Final PFS data and an update on overall survival from TARGET are anticipated in the second half of this year – Ellis said a European Society of Medical Oncology presentation in September is likely. A phase III decision will be next.
As far as whether the big pharma will move into other indications such as triple-negative breast cancer, "I don't know what Merck will do," Ellis said. "I don't think Merck knows, either." The immediate steps will be to analyze and review the PROCEED data.
"It's always hard to guess on what happened," Ellis said. Previous data showed that the folate component of the drug was able to hit the target tumors successfully, so "if the drug is having difficulties, it's probably a warhead issue more than anything. So a different warhead, a different mechanism and more potent may make a difference." Still, he added, it's too early to tell.
Ellis did, however, disclose that data from the treatment arm in PROCEED mirrored phase II results. Data from the control arm, on the other hand, proved significantly better than historical data, "but we don't know why."
The DSMB raised no safety concerns. Merck and Endocyte have suspended screening and enrollment for PROCEED.
SOLID CASH, GROWING PIPELINE
The latest news sent shares of Endocyte (NASDAQ:ECYT) falling $10.76 to close at $6.62, a new 52-week low; the firm's stock has proved fairly volatile since its early 2011 public debut.
Though it took the then-usual haircut on its initial public offering price, selling 12.5 million shares at $6 apiece, Endocyte's stock made a splash on debut, jumping 29 percent on the first day of trading and gaining as much as 60 percent over the next several months, until early data from the phase II ovarian cancer trial was less-than-compelling, dropping the stock 65 percent. (See BioWorld Today, Feb. 7, 2011.)

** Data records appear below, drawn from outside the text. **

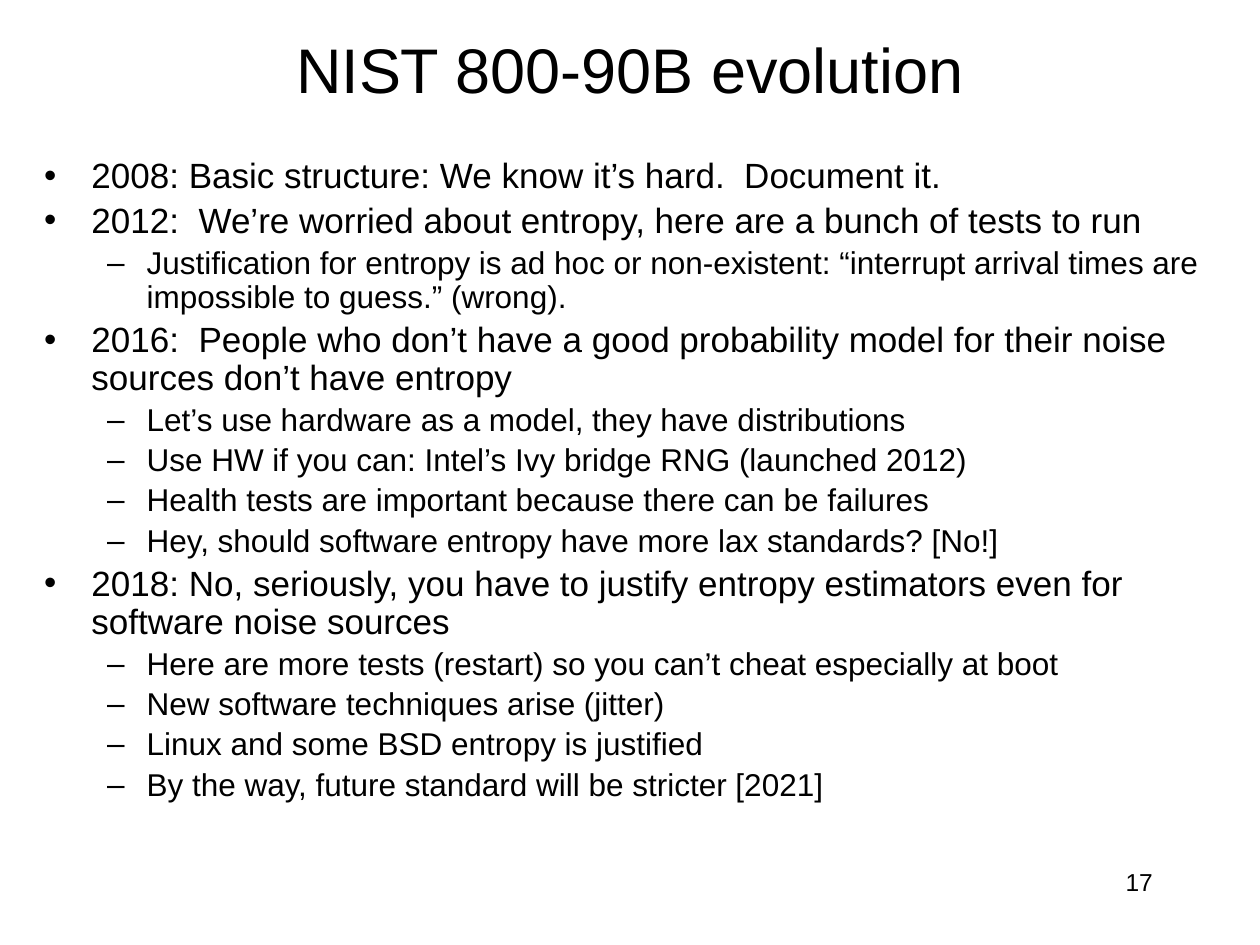
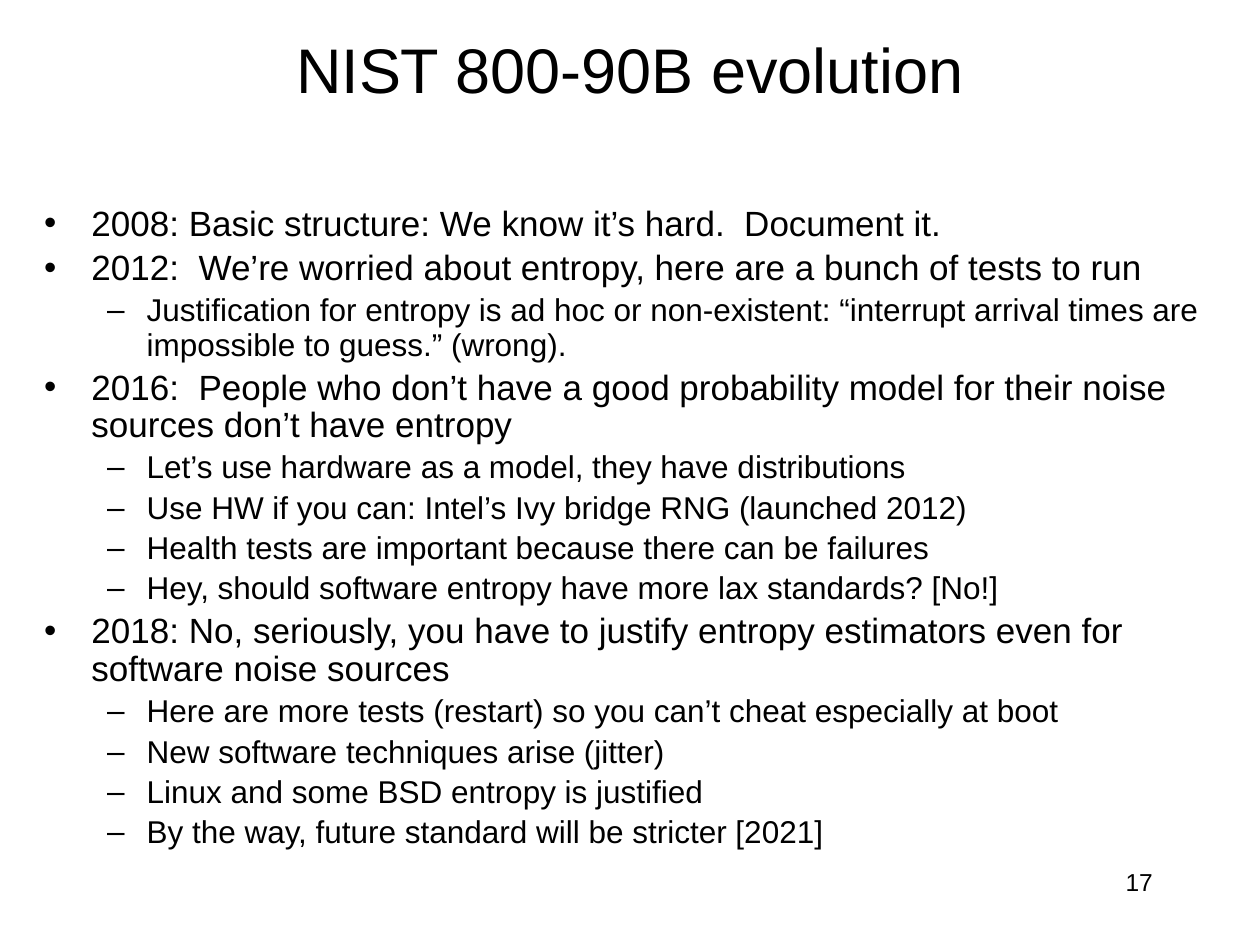
Before and after one commit to jlmucb/class_notes, a slide deck: slide 17 of BerkeleyClass/CS290Spring2013/Lectures/entropy_talk.pptx. Drawn at 1260x945 pixels with LibreOffice and Linux fonts; fonts in the diff are those of the drawing. Boxes give left, top, right and bottom in pixels: in the first picture for what was removed or moved away, otherwise in the second. Text is boxed around its words. In the diff, an @@ line names an element or a change of style, - is before the commit and + after.

```diff
--- a/BerkeleyClass/CS290Spring2013/Lectures/entropy_talk.pptx
+++ b/BerkeleyClass/CS290Spring2013/Lectures/entropy_talk.pptx
@@ text "2008: Basic structure: We know ...": place and size @@
-text "2008: Basic structure: We know ..." at <box>91,162,1197,802</box>
+text "2008: Basic structure: We know ..." at <box>91,210,1197,849</box>
```
Also in this commit, not shown: 18 other slides changed.

In 2012, the deal with Merck sent shares soaring 100 percent, and after the conditional EMA approval earlier this year, the stock hit a new 52-week high of $33.70. Shortly after that latest jump, Endocyte priced a public offering yielding net proceeds of $101.8 million. That added to the cash, equivalents and investments totaling $131.5 million as of March 31.
The company also expects to recognize about $46 million in deferred revenue from Merck in the second quarter, said Chief Financial Officer Mike Sherman.
Merck is shouldering most of the costs for the vintafolide program – Endocyte had been putting in about $5 million to $6 million per quarter for PROCEED – so Endocyte will focus resources on its earlier SMDC pipeline programs. The latest financing will help "move the programs forward more aggressively," Sherman said.
The company has initiated phase I development of EC1456, an injectable SMDC comprising folate vitamin B9 linked to tubulysin B hydrazide as the cytotoxic agent, to be co-developed with etarfolatide as its companion diagnostic. The first cohort is wrapping up, and Endocyte said it expects to start treatment in the second cohort in late May or early June.
According to Cortellis Clinical Trials Intelligence, that phase I study is enrolling patients with advanced solid tumors.
An investigational new drug application has been cleared for EC1169, a prostate-specific membrane antigen-targeted SMDC also consisting of tubulysin B hydrazide, and patient screening has begun.
More SMDC candidates are following, including a folate-targeting drug with an alternative warhead and a DNA alkylating agent, Sherman said. "We'll be judicious in bringing those agents forward as we generate additional data."
Endocyte posted a net loss of $3.1 million, or 9 cents per share, for the first quarter.